Это заставило меня обернуться. Все издевательские нотки, всё это дерьмо исчезли, и теперь это был настоящий Фрэнк Коллинз. Тот, в ком еще жила — ну, я бы не назвал это именно человечностью — честь.

— Остановил от совершения чего именно?

— От уничтожения этого города и каждого в нем.

— Только не вампиров, — сказал я. — И она сказала, что передает управление людям.
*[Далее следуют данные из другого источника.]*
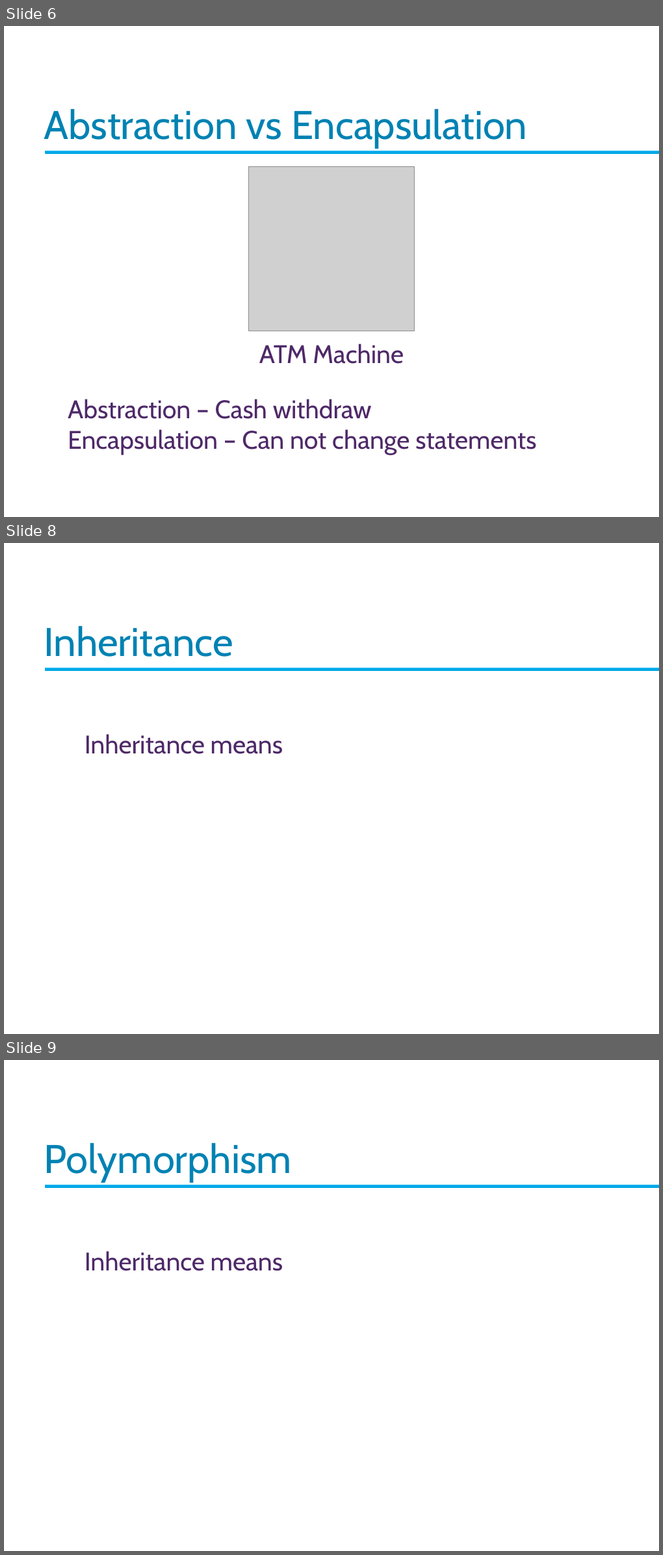
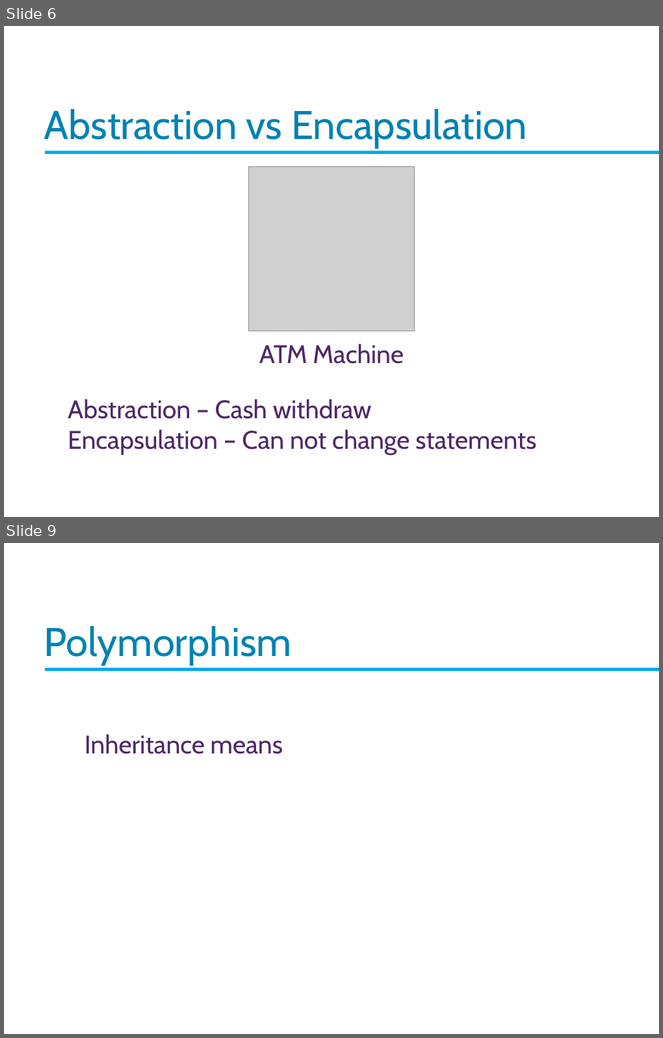
Before and after one commit to Imran4424/C-Plus-Plus-Object-Oriented, a slide deck: OOP.pptx. Shown one above the other, each under a label of ours: slides 6, 8 and 9 before the commit, slides 6 and 9 after it; the slides between them are not shown. The pictures are 663x1555 and 663x1038 pixels, drawn with LibreOffice and Linux fonts; fonts in the diff are those of the drawing; grey boxes stand for pictures; background and template pictures are left out. Boxes give left, top, right and bottom in pixels: in the first picture for what was removed or moved away, otherwise in the second. Text is boxed around its words. In the diff, an @@ line names an element or a change of style, - is before the commit and + after.

```diff
--- a/OOP.pptx
+++ b/OOP.pptx
@@ slide 8 removed at [4, 543, 659, 1034], background picture (left out) @@
@@ text removed at [44, 626, 233, 657] @@
-Inheritance
@@ rectangle removed at [46, 668, 659, 671] @@
@@ text removed at [85, 734, 283, 754] @@
-Inheritance means
```
Also in this commit, not shown: 1 slide changed, 1 slide added.

Фрэнк засмеялся, клубок электронного шума разнесся из динамиков по комнате. — Ты действительно веришь, что она когда-нибудь это сделает? Даже в конце? Она — одна из тех, кто убьет тебя, чтобы спасти. Вампиры должны уехать. Люди должны умереть, все до единого, прямо на Площади Основателя — как ученые гуманно избавляются от лабораторных животных, когда заканчивают с экспериментом. И я тот, кто должен запустить это.

Часть меня настаивала на том, что он снова лжет, потому что это было обычным делом Фрэнка. Он лгал. Он запугивал. Он манипулировал людьми ради достижения желаемого.

Но другая часть предупредила, что, возможно, он говорит правду. Я слышал разговор Амелии и Мирнина. То, что он только что сказал, соответствовало тому, что я узнал от них, хотя они не упомянули об умирающих людях.

Конечно.

— Скажи мне, где сумка, — сказал я.

— Только если ты скажешь мне, что остановишь это.

Я открыл другой ящик и захлопнул его так сильно, что дерево треснуло. — Не будь засранцем… конечно, я остановлю это. Ты действительно думаешь, что я позволю Амелии совершить подобное?

— Возможно. Вампиры заботятся лишь о самосохранении.

— Ладно, тогда как тебе это: я остаюсь здесь. Я не уезжаю с другими. Так что ей придется убить и меня тоже. — Я отбросил стопку книг с пути и расчистил еще одну группу ящиков, встроенных в дно лабораторного стола, который я обыскивал.

И внутри стояла пыльная черная кожаная сумка. Именно то, что я искал.

Я вытащил ее и открыл. Медицинское оборудование. Предметы, которые я не узнал, но, похоже, именно их хотел Мирнин.

— Я же тебе сказал, что теплее, — произнес Фрэнк.

— Игра закончена, Фрэнк. — Я захлопнул ящики и взял кожаную сумку, вместе с сумкой с химикатами. — Ты проиграл.

Его голос раздался из динамика моего телефона, когда я поднялся по ступеням в сторону выхода. — Так мы договорились?